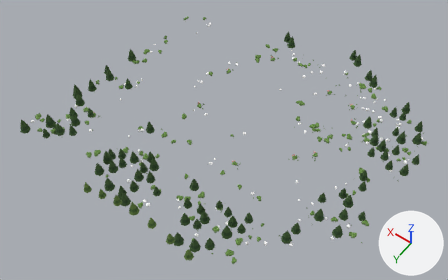
An edit to the glTF model assets/models/greystone/reference_v5/vegetation.glb, drawn before and after from the same camera.
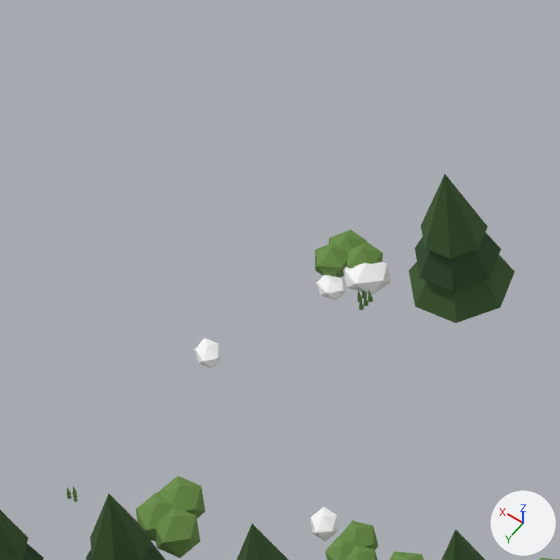
The first picture shows the older version from a 50 mm camera at (-58.2, 99.8, 138.0) aimed at (1.6, 16.1, 6.4). The close-ups show the older and then the newer version on the part from 25% to 35% of the width and 38% to 55% of the height of that picture. Only the edits that show in the close-ups are written down. Arrows for +X, +Y and +Z are at lower right; the lights stay in place. Where no turn or scale is listed for an object, it has been applied to the vertices.

In view in the first close-up: 'GardenStone.021', 'GardenStone.069', 'GardenStone.085', 'GardenStone.092', 'GroundGrass.082', 'GroundShrub.016', 'GroundShrub.050', 'PineGrove.028', 'PineGrove.036', 'PineGrove.045', 'PineGrove.050', 'RimShrub.006' and 3 more.
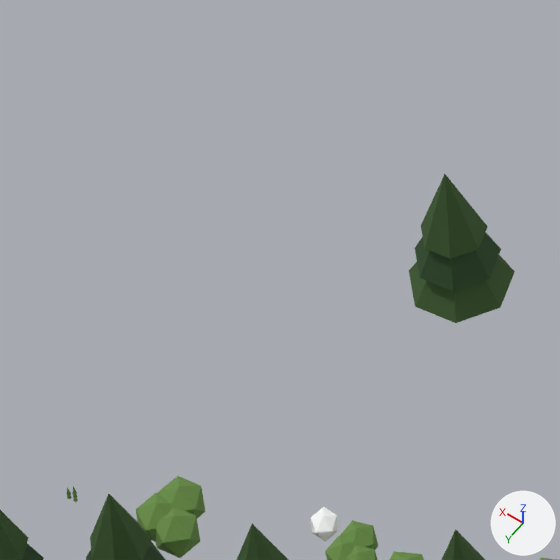
What changed in the scene script:
```text
Remove ob_gardenstone_021:
    ob_gardenstone_021 = bpy.data.objects.new('GardenStone.021', me_icosphere_001)
    ob_gardenstone_021.location = (21.8, 26.03, 6.0)
    ob_gardenstone_021.rotation_euler = (0.0, 0.0, 0.517)  # degrees (0, 0, 30)
    ob_gardenstone_021.scale = (0.439, 0.439, 0.439)
Remove ob_gardenstone_085:
    ob_gardenstone_085 = bpy.data.objects.new('GardenStone.085', me_icosphere_001)
    ob_gardenstone_085.location = (23.33, 29.85, 6.0)
    ob_gardenstone_085.rotation_euler = (0.0, 0.0, -0.664)  # degrees (0, 0, -38)
    ob_gardenstone_085.scale = (0.298, 0.298, 0.298)
Remove ob_gardenstone_092:
    ob_gardenstone_092 = bpy.data.objects.new('GardenStone.092', me_icosphere_001)
    ob_gardenstone_092.location = (22.31, 26.71, 6.0)
    ob_gardenstone_092.rotation_euler = (0.0, 0.0, -3.141)  # degrees (0, 0, -180)
    ob_gardenstone_092.scale = (0.288, 0.288, 0.288)
Remove ob_groundgrass_082:
    ob_groundgrass_082 = bpy.data.objects.new('GroundGrass.082', me_grass_a_001)
    ob_groundgrass_082.location = (21.45, 26.52, 6.0)
    ob_groundgrass_082.rotation_euler = (0.0, 0.0, 1.521)  # degrees (0, 0, 87)
    ob_groundgrass_082.scale = (0.766, 0.766, 0.766)
Remove ob_groundshrub_016:
    ob_groundshrub_016 = bpy.data.objects.new('GroundShrub.016', me_bush_a_001)
    ob_groundshrub_016.location = (22.41, 25.93, 6.0)
    ob_groundshrub_016.rotation_euler = (0.0, 0.0, -2.313)  # degrees (0, 0, -133)
    ob_groundshrub_016.scale = (0.797, 0.797, 0.797)
```

Where the change shows, as pixel boxes [x1, y1, x2, y2] in the close-ups (560 x 560 px):
'GroundShrub.016', deleted (green): before [315, 229, 383, 278]
'GardenStone.021', deleted: before [343, 262, 391, 295]
'GardenStone.085', deleted: before [195, 338, 222, 369]
'GardenStone.092', deleted: before [316, 275, 346, 300]
'GroundGrass.082', deleted: before [357, 290, 373, 310]

***

▶ [The problem]
Reproduce the full listing faithfully, but do not carry over any pictures.

▶ [Your solution]
An edit to the glTF model assets/models/greystone/reference_v5/vegetation.glb, drawn before and after from the same camera.
The first picture shows the older version from a 50 mm camera at (-58.2, 99.8, 138.0) aimed at (1.6, 16.1, 6.4). The close-ups show the older and then the newer version on the part from 25% to 35% of the width and 38% to 55% of the height of that picture. Only the edits that show in the close-ups are written down. Arrows for +X, +Y and +Z are at lower right; the lights stay in place. Where no turn or scale is listed for an object, it has been applied to the vertices.

In view in the first close-up: 'GardenStone.021', 'GardenStone.069', 'GardenStone.085', 'GardenStone.092', 'GroundGrass.082', 'GroundShrub.016', 'GroundShrub.050', 'PineGrove.028', 'PineGrove.036', 'PineGrove.045', 'PineGrove.050', 'RimShrub.006' and 3 more.
What changed in the scene script:
```text
Remove ob_gardenstone_021:
    ob_gardenstone_021 = bpy.data.objects.new('GardenStone.021', me_icosphere_001)
    ob_gardenstone_021.location = (21.8, 26.03, 6.0)
    ob_gardenstone_021.rotation_euler = (0.0, 0.0, 0.517)  # degrees (0, 0, 30)
    ob_gardenstone_021.scale = (0.439, 0.439, 0.439)
Remove ob_gardenstone_085:
    ob_gardenstone_085 = bpy.data.objects.new('GardenStone.085', me_icosphere_001)
    ob_gardenstone_085.location = (23.33, 29.85, 6.0)
    ob_gardenstone_085.rotation_euler = (0.0, 0.0, -0.664)  # degrees (0, 0, -38)
    ob_gardenstone_085.scale = (0.298, 0.298, 0.298)
Remove ob_gardenstone_092:
    ob_gardenstone_092 = bpy.data.objects.new('GardenStone.092', me_icosphere_001)
    ob_gardenstone_092.location = (22.31, 26.71, 6.0)
    ob_gardenstone_092.rotation_euler = (0.0, 0.0, -3.141)  # degrees (0, 0, -180)
    ob_gardenstone_092.scale = (0.288, 0.288, 0.288)
Remove ob_groundgrass_082:
    ob_groundgrass_082 = bpy.data.objects.new('GroundGrass.082', me_grass_a_001)
    ob_groundgrass_082.location = (21.45, 26.52, 6.0)
    ob_groundgrass_082.rotation_euler = (0.0, 0.0, 1.521)  # degrees (0, 0, 87)
    ob_groundgrass_082.scale = (0.766, 0.766, 0.766)
Remove ob_groundshrub_016:
    ob_groundshrub_016 = bpy.data.objects.new('GroundShrub.016', me_bush_a_001)
    ob_groundshrub_016.location = (22.41, 25.93, 6.0)
    ob_groundshrub_016.rotation_euler = (0.0, 0.0, -2.313)  # degrees (0, 0, -133)
    ob_groundshrub_016.scale = (0.797, 0.797, 0.797)
```

Where the change shows, as pixel boxes [x1, y1, x2, y2] in the close-ups (560 x 560 px):
'GroundShrub.016', deleted (green): before [315, 229, 383, 278]
'GardenStone.021', deleted: before [343, 262, 391, 295]
'GardenStone.085', deleted: before [195, 338, 222, 369]
'GardenStone.092', deleted: before [316, 275, 346, 300]
'GroundGrass.082', deleted: before [357, 290, 373, 310]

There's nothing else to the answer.